Among the lines below, keep only those from the one containing "nose_radius + neck_fillet)" through the one containing "body = profile.revolve(360, (0, 0, 0), (1, 0, 0))", and reproduce them exactly.

(Entries taken from a collection)
####
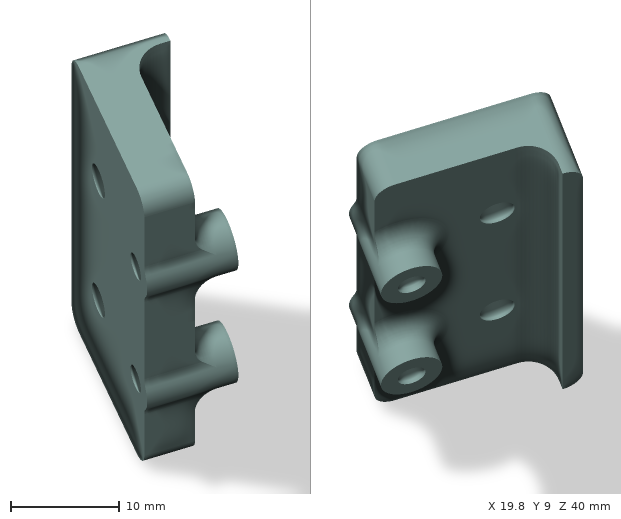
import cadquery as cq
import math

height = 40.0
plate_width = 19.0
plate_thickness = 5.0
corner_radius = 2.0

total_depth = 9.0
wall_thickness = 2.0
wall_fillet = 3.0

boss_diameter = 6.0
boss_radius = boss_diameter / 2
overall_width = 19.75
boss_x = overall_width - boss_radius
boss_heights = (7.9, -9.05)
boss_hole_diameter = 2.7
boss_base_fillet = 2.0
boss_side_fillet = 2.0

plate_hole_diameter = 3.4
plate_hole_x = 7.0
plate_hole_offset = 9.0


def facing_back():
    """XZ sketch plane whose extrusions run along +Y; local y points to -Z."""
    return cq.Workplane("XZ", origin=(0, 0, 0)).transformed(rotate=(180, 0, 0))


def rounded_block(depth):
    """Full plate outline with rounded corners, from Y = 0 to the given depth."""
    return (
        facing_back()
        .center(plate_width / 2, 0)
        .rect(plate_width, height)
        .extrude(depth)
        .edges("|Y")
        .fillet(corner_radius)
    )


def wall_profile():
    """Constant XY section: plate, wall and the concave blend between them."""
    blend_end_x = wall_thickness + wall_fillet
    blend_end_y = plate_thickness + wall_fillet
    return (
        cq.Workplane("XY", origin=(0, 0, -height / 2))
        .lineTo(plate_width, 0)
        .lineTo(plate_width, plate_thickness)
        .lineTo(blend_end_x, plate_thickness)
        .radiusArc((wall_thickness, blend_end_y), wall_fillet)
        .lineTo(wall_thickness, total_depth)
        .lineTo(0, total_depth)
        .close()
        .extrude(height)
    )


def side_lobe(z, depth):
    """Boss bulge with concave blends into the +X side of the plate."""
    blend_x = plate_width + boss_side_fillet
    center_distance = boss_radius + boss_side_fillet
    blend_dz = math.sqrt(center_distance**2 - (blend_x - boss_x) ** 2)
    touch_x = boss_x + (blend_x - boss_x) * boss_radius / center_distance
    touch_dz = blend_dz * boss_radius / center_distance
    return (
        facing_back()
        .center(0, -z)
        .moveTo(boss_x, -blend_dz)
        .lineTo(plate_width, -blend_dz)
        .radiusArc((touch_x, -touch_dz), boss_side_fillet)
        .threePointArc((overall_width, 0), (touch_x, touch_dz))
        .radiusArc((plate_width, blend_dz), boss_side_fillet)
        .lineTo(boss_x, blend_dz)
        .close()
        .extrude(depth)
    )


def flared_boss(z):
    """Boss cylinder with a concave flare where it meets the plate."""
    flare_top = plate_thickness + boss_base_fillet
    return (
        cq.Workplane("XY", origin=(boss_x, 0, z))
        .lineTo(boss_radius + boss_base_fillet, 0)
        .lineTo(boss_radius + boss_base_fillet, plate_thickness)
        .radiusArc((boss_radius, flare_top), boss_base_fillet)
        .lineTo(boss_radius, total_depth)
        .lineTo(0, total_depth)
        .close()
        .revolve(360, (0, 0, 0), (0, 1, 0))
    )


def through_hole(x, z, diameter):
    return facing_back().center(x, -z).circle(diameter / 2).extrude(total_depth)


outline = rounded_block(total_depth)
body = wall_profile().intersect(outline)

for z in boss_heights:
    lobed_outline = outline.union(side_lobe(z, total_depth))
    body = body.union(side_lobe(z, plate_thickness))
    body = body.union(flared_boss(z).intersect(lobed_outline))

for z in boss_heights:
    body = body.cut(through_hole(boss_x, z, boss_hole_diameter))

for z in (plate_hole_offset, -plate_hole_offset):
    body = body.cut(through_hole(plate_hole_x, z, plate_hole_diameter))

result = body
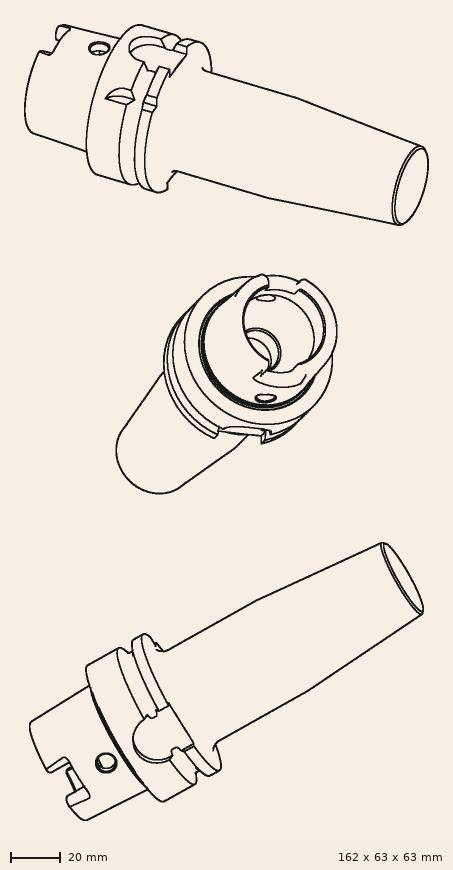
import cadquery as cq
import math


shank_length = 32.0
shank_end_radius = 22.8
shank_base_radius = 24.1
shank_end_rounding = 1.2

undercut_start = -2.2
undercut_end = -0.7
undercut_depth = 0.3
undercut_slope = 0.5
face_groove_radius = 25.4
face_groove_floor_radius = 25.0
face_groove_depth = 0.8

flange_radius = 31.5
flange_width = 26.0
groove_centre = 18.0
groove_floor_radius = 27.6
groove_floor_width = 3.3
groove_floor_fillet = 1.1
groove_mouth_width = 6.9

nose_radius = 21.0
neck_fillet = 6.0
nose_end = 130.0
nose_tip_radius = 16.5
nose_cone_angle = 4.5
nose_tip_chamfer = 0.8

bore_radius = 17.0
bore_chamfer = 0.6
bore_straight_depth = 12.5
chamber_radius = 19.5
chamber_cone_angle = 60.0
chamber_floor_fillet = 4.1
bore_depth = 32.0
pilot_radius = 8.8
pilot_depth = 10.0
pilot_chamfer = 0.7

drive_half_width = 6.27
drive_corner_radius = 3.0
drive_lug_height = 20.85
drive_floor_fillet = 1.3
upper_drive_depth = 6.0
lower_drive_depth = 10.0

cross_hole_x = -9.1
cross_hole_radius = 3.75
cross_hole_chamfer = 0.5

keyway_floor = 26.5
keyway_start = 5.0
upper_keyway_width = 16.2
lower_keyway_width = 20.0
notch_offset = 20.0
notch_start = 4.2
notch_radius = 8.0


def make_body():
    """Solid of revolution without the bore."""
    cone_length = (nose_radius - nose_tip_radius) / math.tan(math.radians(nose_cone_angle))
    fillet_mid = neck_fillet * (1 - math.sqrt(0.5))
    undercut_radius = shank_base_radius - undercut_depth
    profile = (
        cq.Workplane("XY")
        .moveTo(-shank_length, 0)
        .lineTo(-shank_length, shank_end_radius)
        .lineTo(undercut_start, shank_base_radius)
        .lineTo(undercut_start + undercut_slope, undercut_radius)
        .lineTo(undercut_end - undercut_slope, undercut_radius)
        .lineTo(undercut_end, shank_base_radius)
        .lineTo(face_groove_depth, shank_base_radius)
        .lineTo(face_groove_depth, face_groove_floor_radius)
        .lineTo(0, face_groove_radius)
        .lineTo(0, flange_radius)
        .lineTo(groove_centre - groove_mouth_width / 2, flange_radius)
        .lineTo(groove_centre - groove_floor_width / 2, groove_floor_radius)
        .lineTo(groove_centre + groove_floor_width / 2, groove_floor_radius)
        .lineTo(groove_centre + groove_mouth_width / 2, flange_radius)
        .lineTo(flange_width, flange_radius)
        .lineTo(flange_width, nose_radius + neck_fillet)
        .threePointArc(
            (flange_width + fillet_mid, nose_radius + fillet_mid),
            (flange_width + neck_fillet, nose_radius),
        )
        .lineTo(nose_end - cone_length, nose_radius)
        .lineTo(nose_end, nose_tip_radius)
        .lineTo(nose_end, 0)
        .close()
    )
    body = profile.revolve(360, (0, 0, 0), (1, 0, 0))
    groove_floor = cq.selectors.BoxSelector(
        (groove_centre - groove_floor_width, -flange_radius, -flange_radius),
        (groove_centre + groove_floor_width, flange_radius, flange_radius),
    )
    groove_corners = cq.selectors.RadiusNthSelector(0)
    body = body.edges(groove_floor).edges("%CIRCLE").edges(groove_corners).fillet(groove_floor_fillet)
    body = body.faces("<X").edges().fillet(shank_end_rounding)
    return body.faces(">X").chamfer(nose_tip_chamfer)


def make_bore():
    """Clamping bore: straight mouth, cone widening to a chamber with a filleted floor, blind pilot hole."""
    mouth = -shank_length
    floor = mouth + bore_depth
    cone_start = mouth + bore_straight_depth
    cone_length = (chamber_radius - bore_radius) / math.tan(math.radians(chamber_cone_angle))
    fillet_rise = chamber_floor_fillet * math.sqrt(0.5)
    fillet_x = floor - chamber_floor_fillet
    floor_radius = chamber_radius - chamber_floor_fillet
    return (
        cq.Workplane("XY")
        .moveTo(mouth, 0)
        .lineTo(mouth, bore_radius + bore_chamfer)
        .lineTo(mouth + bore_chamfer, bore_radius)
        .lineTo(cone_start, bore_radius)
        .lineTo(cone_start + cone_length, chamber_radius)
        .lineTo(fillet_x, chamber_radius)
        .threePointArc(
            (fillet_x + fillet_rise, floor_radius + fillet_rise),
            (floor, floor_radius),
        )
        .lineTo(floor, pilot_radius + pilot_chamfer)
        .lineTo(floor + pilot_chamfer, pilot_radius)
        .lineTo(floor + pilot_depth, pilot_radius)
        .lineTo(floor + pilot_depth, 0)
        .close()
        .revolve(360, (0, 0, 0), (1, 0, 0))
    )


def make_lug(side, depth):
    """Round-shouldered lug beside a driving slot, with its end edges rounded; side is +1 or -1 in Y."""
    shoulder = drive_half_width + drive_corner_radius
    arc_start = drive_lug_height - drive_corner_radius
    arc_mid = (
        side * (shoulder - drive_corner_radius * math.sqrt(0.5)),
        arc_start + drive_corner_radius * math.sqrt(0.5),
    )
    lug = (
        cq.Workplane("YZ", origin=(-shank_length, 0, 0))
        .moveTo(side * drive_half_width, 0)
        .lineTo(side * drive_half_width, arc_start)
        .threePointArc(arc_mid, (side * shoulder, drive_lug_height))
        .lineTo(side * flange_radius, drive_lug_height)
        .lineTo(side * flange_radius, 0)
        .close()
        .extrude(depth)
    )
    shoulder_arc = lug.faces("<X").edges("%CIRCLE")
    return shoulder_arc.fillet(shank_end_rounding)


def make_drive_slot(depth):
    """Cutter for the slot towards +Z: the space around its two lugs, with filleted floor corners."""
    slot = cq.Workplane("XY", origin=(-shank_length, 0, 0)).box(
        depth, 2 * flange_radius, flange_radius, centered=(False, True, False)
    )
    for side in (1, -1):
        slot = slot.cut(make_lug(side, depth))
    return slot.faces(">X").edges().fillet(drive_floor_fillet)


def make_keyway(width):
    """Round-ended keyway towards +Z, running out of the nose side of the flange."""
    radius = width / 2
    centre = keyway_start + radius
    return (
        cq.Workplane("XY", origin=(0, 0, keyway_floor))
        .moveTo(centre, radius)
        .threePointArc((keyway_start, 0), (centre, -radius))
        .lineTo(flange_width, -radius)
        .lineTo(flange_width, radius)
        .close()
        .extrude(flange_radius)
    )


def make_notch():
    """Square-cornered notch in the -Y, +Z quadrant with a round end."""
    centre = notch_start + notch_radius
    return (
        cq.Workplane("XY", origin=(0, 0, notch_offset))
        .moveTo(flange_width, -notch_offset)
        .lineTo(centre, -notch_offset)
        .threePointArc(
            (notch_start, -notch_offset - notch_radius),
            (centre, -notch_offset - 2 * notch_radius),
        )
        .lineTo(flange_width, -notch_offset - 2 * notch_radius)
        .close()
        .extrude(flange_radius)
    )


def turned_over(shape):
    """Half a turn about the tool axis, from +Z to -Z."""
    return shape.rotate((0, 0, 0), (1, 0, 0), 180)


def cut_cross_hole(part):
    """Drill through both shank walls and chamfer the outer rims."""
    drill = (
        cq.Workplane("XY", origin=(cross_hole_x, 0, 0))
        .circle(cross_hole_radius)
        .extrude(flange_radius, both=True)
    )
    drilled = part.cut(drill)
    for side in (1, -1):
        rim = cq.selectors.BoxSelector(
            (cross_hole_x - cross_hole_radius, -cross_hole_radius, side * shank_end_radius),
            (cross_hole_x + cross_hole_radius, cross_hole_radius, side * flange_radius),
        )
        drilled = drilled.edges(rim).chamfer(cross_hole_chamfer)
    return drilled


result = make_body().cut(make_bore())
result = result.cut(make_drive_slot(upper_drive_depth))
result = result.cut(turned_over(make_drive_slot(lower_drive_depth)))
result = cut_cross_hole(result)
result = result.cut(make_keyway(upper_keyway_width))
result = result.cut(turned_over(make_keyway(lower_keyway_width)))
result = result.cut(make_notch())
####
**ANSWER**.
        .lineTo(flange_width, nose_radius + neck_fillet)
        .threePointArc(
            (flange_width + fillet_mid, nose_radius + fillet_mid),
            (flange_width + neck_fillet, nose_radius),
        )
        .lineTo(nose_end - cone_length, nose_radius)
        .lineTo(nose_end, nose_tip_radius)
        .lineTo(nose_end, 0)
        .close()
    )
    body = profile.revolve(360, (0, 0, 0), (1, 0, 0))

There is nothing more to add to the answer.